HOW TO COMPLETE THIS TASK
Could you print every entry below exactly as given?
*** Opening of RECORDS SUPPLIED ***
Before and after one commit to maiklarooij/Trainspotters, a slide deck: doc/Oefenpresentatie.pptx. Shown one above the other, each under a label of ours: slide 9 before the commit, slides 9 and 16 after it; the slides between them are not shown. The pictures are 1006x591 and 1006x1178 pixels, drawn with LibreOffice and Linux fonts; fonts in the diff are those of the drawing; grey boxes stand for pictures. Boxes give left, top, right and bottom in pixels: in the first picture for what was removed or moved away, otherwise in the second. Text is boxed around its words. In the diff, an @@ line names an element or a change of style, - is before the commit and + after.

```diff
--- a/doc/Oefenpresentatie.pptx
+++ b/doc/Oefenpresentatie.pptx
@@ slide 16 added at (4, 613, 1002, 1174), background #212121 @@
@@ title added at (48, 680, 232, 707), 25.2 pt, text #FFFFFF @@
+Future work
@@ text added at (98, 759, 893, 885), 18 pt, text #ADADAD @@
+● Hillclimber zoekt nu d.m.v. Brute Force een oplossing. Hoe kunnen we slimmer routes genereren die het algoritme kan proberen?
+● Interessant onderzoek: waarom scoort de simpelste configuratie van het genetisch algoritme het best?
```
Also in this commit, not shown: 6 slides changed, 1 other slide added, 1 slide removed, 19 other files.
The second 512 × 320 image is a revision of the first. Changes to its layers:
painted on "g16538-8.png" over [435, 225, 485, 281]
*** Close of RECORDS SUPPLIED ***
YOUR SOLUTION
Before and after one commit to maiklarooij/Trainspotters, a slide deck: doc/Oefenpresentatie.pptx. Shown one above the other, each under a label of ours: slide 9 before the commit, slides 9 and 16 after it; the slides between them are not shown. The pictures are 1006x591 and 1006x1178 pixels, drawn with LibreOffice and Linux fonts; fonts in the diff are those of the drawing; grey boxes stand for pictures. Boxes give left, top, right and bottom in pixels: in the first picture for what was removed or moved away, otherwise in the second. Text is boxed around its words. In the diff, an @@ line names an element or a change of style, - is before the commit and + after.

```diff
--- a/doc/Oefenpresentatie.pptx
+++ b/doc/Oefenpresentatie.pptx
@@ slide 16 added at (4, 613, 1002, 1174), background #212121 @@
@@ title added at (48, 680, 232, 707), 25.2 pt, text #FFFFFF @@
+Future work
@@ text added at (98, 759, 893, 885), 18 pt, text #ADADAD @@
+● Hillclimber zoekt nu d.m.v. Brute Force een oplossing. Hoe kunnen we slimmer routes genereren die het algoritme kan proberen?
+● Interessant onderzoek: waarom scoort de simpelste configuratie van het genetisch algoritme het best?
```
Also in this commit, not shown: 6 slides changed, 1 other slide added, 1 slide removed, 19 other files.
The second 512 × 320 image is a revision of the first. Changes to its layers:
painted on "g16538-8.png" over [435, 225, 485, 281]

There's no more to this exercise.